So the list of changes we would want to see in Sch are????

Go back to the reed stick.

Stop getting so carried away with the H&B

AND ? ? ? ?


----------



## Howard Gaines III (Dec 26, 2007)

Jeff Oehlsen said:


> So the list of changes we would want to see in Sch are????
> 
> Go back to the reed stick.
> 
> ...


Of all the "changes" Jeff's one: "I would like to see the scorebook reflect the points that the handler lost." is the best. How can the handler get better if they don't have something that is meaningful to use? Points lost are VERY important. As a high school soccer coach, I wanted to know what the call was from the ref. Tell me so I can fix it; don't just hold an arm up and go "Free KicK!":evil:


----------



## Laura Bollschweiler (Apr 25, 2008)

Howard Gaines III said:


> Of all the "changes" Jeff's one: "I would like to see the scorebook reflect the points that the handler lost." is the best. How can the handler get better if they don't have something that is meaningful to use? Points lost are VERY important.

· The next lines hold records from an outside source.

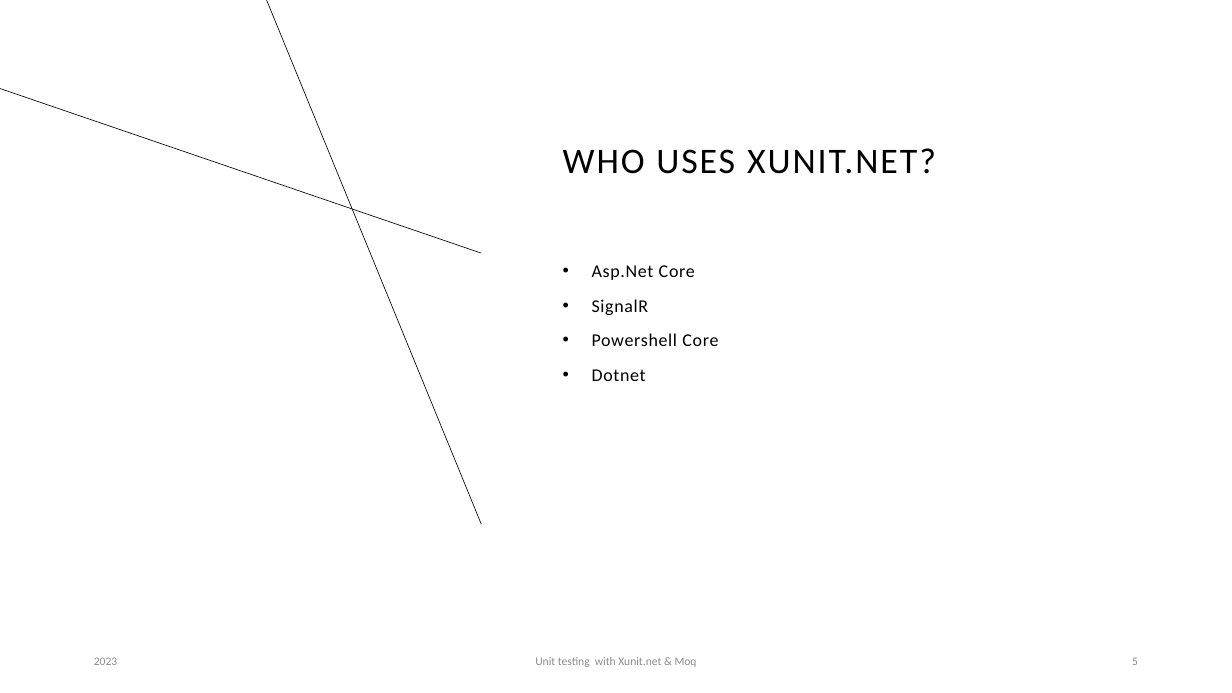
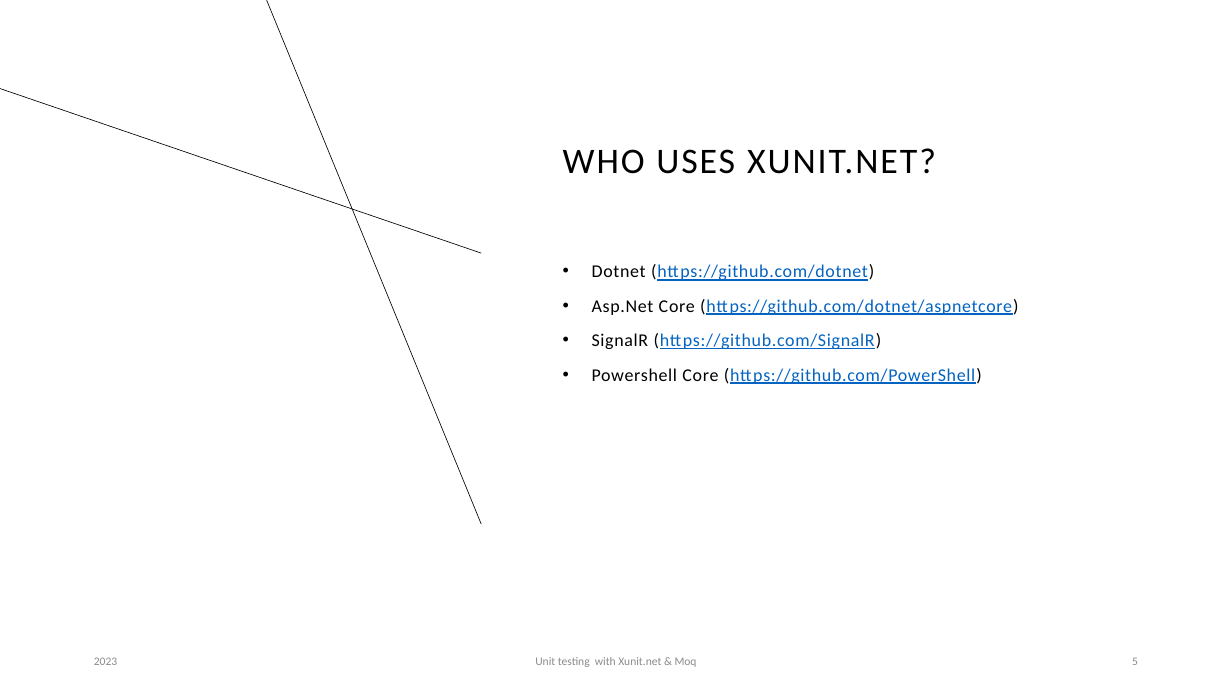
Before and after one commit to rysjones/XUnitPresentation, a slide deck: slide 5 of Presentation/Unit Testing with Xunit - Moq.pptx. Drawn at 1232x693 pixels with LibreOffice and Linux fonts; fonts in the diff are those of the drawing. Boxes give left, top, right and bottom in pixels: in the first picture for what was removed or moved away, otherwise in the second. Text is boxed around its words. In the diff, an @@ line names an element or a change of style, - is before the commit and + after.

```diff
--- a/Presentation/Unit Testing with Xunit - Moq.pptx
+++ b/Presentation/Unit Testing with Xunit - Moq.pptx
@@ text at [592,264,1019,384]: text changed; text colour #000000 to #0563C1 @@
-• Asp.Net Core
-• SignalR
-• Powershell Core
-• Dotnet
+• Dotnet (https://github.com/dotnet)
+• Asp.Net Core (https://github.com/dotnet/aspnetcore)
+• SignalR (https://github.com/SignalR)
+• Powershell Core (https://github.com/PowerShell)
```
Also in this commit, not shown: 1 other slide changed.

Isn't this what the critique is supposed to be for, though? Of course, assuming that you respect the judge's opinion and he actually gives a crap. 

Laura


----------



## Kadi Thingvall (Jan 22, 2007)

Laura Bollschweiler said:


> Isn't this what the critique is supposed to be for, though? Of course, assuming that you respect the judge's opinion and he actually gives a crap.
> 
> Laura


Yes, but then you have to either have someone video taping, writing it down for you, or you make your own notes aftewards from memory. With a scoresheet or written notations in a book, you can go back a month later to refresh your memory on a problem area. Or you can look at your performance over multiple trials and see patterns in where you are loosing points. I've also seen quite a few critiques where the judge glossed over stuff and just threw out a "the heeling could be better, today it was a low SG" or something like that. Course I guess that falls under "gives a crap" LOL

I'd love to see Sch, and every other sport I compete in LOL, have the pressure sensitive score sheets that we've used in FR, where the judge, the handler and ??? each get a copy after the trial.


----------



## Lisa Geller (Mar 29, 2007)

Kadi,

just take a picture of your scoresheet. I have done this in the past and had no complaints from judge or trial sec.
I'm certain your camera is nicer than mine and it puts your scoresheet right with your pictures.

lg


----------



## Lisa Geller (Mar 29, 2007)

I think the levels should escalate better.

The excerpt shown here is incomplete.